14. Finally, if you could redefine the roadmap for bioanalytical automation adoption over the next decade, what priorities would you place at the forefront to ensure both scientific progress and broad accessibility?
Data integrity: Build automation around ALCOA+ and Part 11/Annex 11 from the start. Immutable audit trails, role-based access, synchronized time-stamps, and automated QC at data entry make integrity a default, not an afterthought.
Flexible system: Adopt flexible, “LEGO-style” systems with swappable decks and configurable modules. This keeps platforms relevant as assays evolve, avoiding costly re-platforming and preserving long-term value.
Accessible automation: Shared, managed hubs—whether CRO-hosted or consortium-based—can deliver automation as a service.

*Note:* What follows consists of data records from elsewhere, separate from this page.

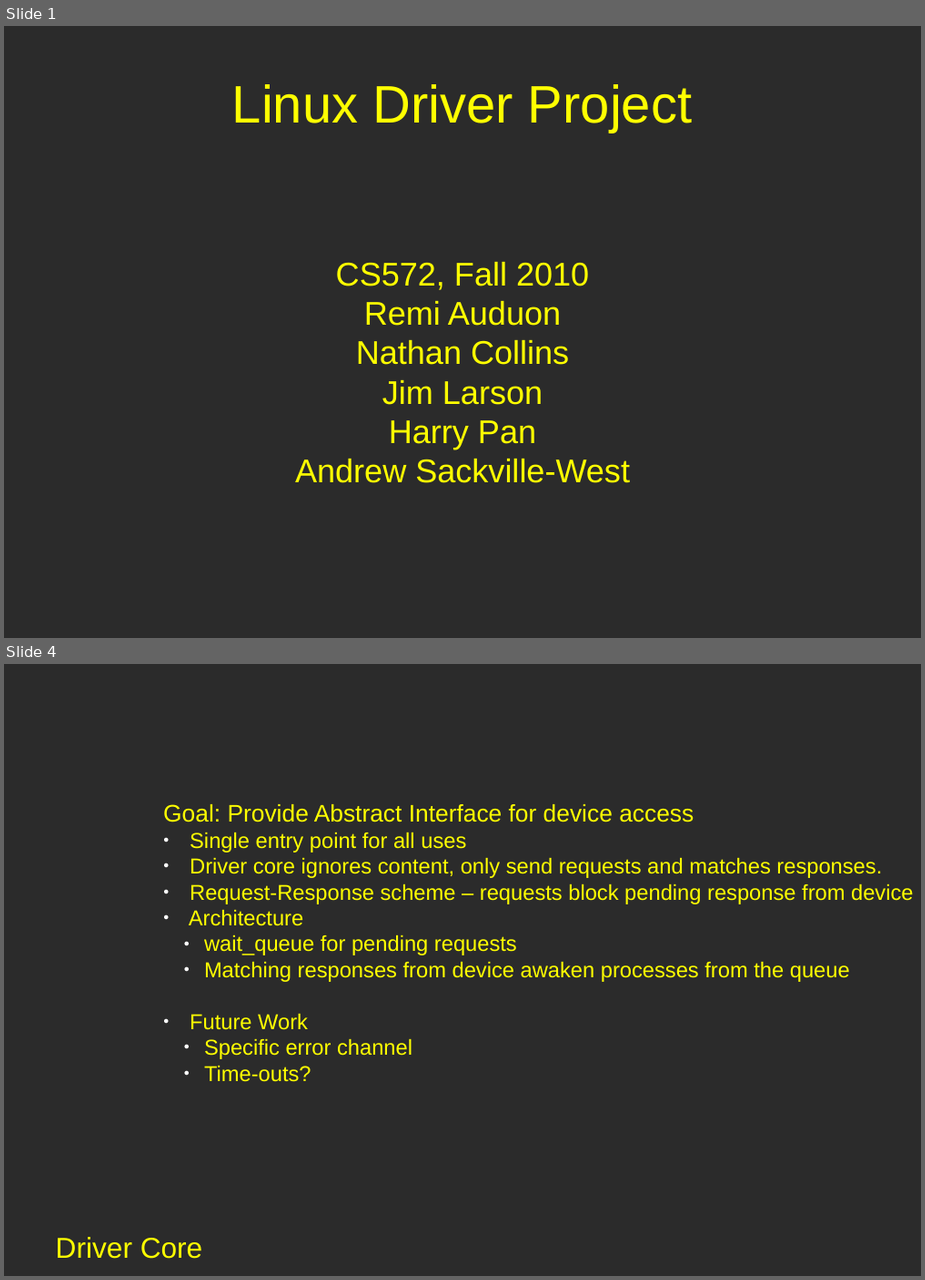
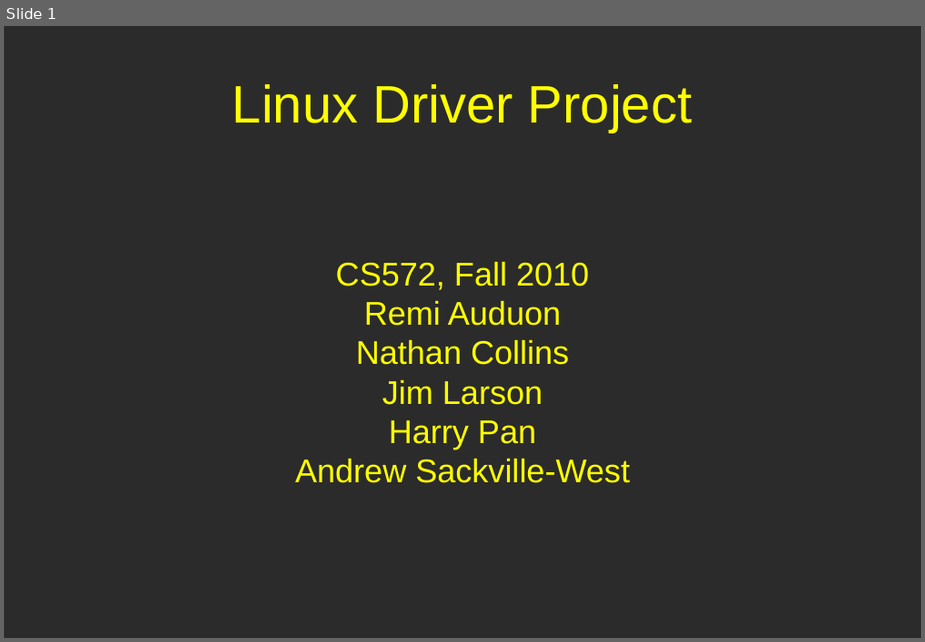
Before and after one commit to andrewsw/expose-teensy, a slide deck: Proj_2_Pres.odp. Shown one above the other, each under a label of ours: slides 1 and 4 before the commit, slide 1 after it; the slides between them are not shown. The pictures are 925x1280 and 925x642 pixels, drawn with LibreOffice and Linux fonts; fonts in the diff are those of the drawing; background and template pictures are left out; a plain dark background stands for a picture behind light text. Boxes give left, top, right and bottom in pixels: in the first picture for what was removed or moved away, otherwise in the second. Text is boxed around its words. In the diff, an @@ line names an element or a change of style, - is before the commit and + after.

```diff
--- a/Proj_2_Pres.odp
+++ b/Proj_2_Pres.odp
@@ slide 4 removed at (4,664,921,1276), background picture (left out) @@
@@ text removed at (163,804,913,1082) @@
-Goal: Provide Abstract Interface for device access
-● Single entry point for all uses
-● Driver core ignores content, only send requests and matches responses.
-● Request-Response scheme – requests block pending response from device
-● Architecture
-  ● wait_queue for pending requests
-  ● Matching responses from device awaken processes from the queue
-● Future Work
-  ● Specific error channel
-  ● Time-outs?
@@ text removed at (56,1236,203,1258) @@
-Driver Core
```
Also in this commit, not shown: 5 slides changed, 1 slide added.

This lowers the barrier for smaller labs and expands access to compliant, high-quality bioanalysis.
Pre-validated automation methods and datasets: Starter kits with validated methods, plate maps, QC rules, and reference datasets cut onboarding time and reduce variability. Standardization speeds adoption while ensuring comparability across sites.
Cybersecurity: Protect connected platforms with hardened endpoints, segmented networks, and tested backup/restore systems. Regular incident drills ensure rapid recovery, safeguarding both compliance and sponsor trust.